#### [PROBLEM TO SOLVE]
Using the data below, determine the number of lines that include the string "added". Write only that number.

Saved entries
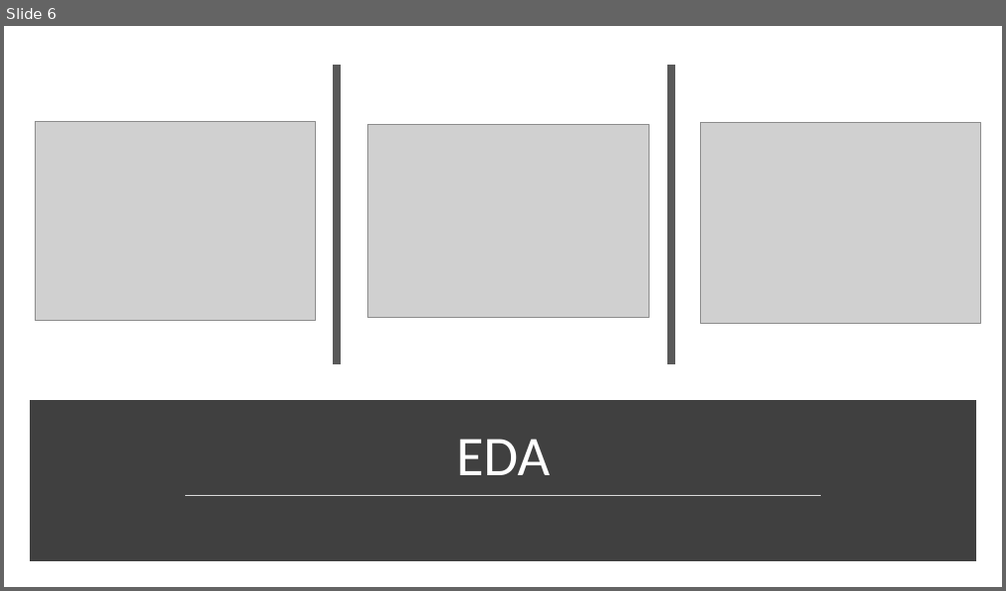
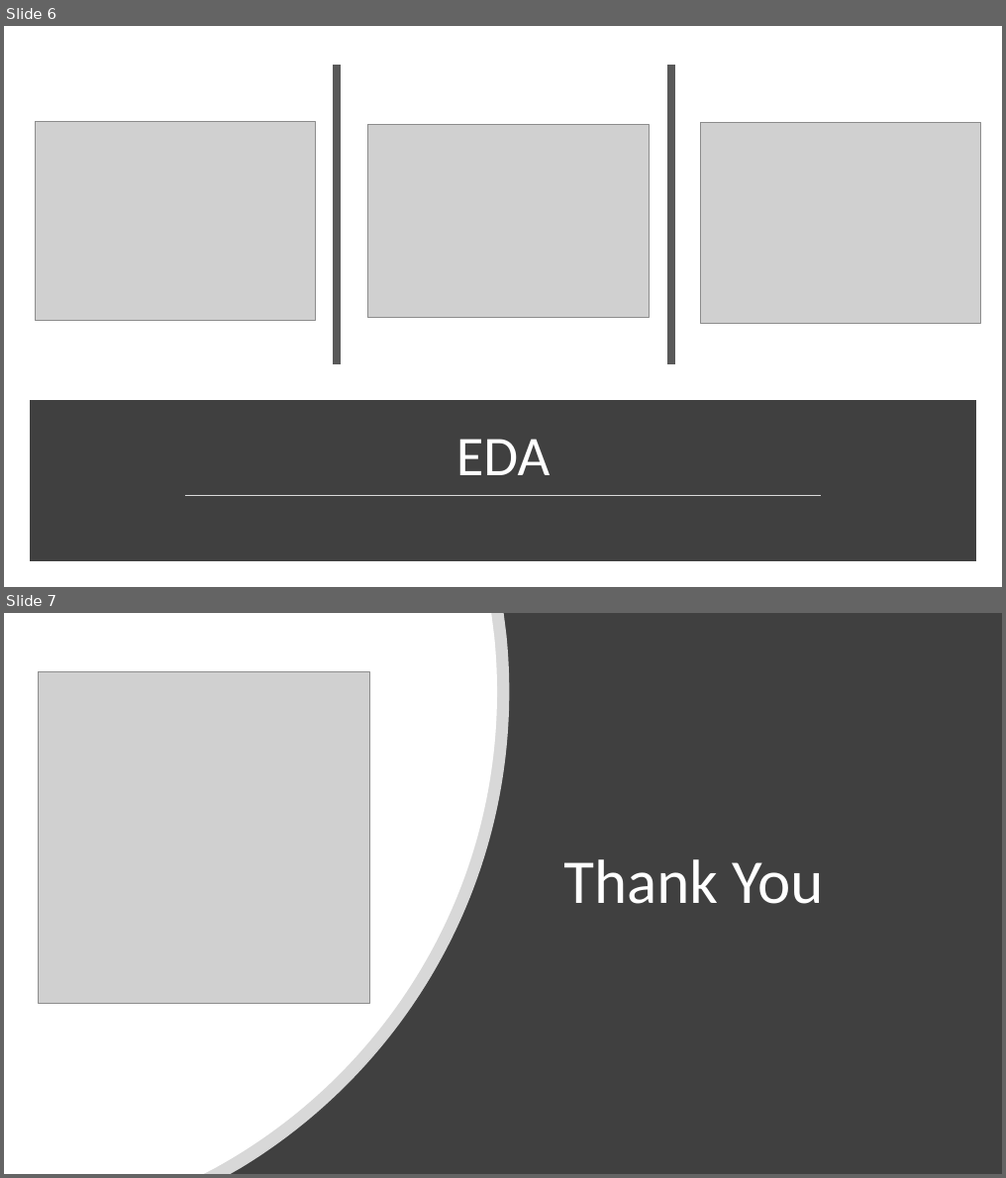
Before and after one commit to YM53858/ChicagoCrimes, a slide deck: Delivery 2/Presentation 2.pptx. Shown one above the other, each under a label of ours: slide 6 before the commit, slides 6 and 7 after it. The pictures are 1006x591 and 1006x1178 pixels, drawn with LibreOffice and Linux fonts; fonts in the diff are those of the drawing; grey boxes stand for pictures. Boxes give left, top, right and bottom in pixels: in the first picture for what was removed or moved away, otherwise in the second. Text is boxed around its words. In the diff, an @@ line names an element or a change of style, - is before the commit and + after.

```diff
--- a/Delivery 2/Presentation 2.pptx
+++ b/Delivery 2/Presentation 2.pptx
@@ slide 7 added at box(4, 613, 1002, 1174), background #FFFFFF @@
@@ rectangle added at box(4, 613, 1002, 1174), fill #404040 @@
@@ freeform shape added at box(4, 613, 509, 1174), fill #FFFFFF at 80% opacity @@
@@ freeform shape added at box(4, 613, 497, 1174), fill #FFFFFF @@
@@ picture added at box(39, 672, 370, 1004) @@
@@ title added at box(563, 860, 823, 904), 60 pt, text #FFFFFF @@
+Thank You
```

* * *

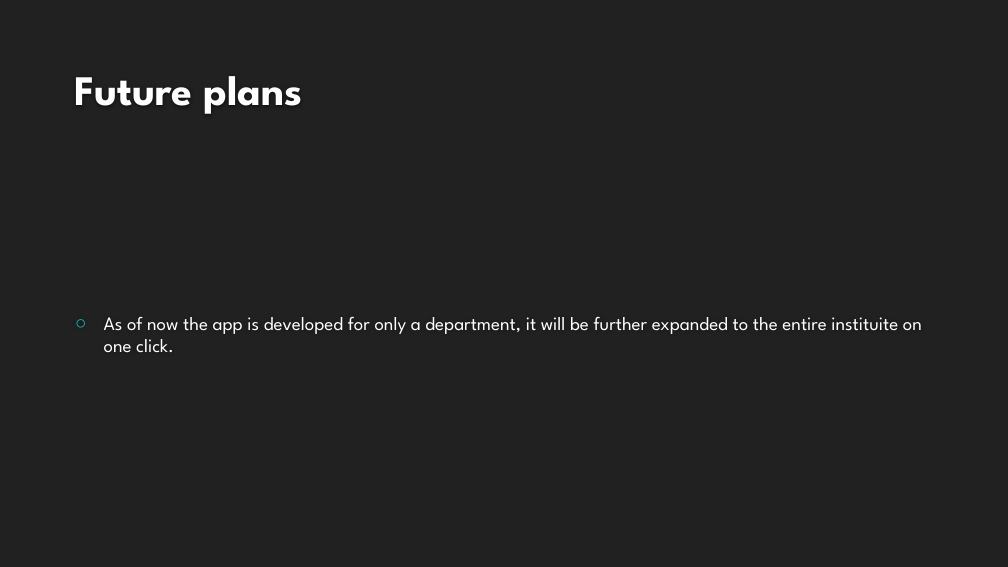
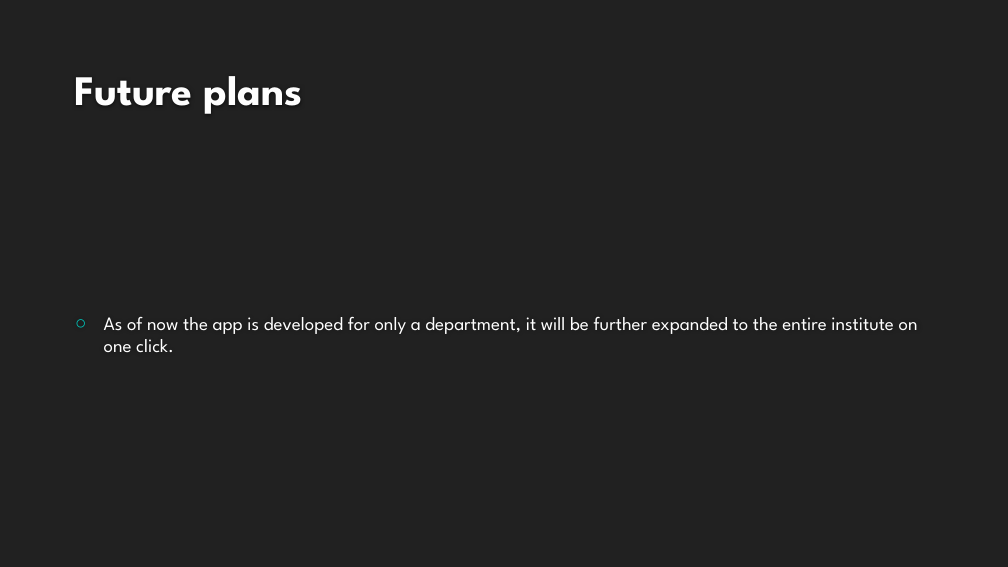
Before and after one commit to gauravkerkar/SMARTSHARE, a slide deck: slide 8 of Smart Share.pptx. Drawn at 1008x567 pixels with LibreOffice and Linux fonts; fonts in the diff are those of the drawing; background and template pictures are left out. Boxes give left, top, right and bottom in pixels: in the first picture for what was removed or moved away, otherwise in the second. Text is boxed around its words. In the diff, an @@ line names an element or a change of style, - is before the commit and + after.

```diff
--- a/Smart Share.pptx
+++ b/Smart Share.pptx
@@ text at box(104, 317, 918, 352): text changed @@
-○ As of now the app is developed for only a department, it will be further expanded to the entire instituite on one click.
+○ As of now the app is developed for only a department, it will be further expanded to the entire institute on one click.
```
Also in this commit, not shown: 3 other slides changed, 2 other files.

#### [RESPONSE TO THE TASK]
6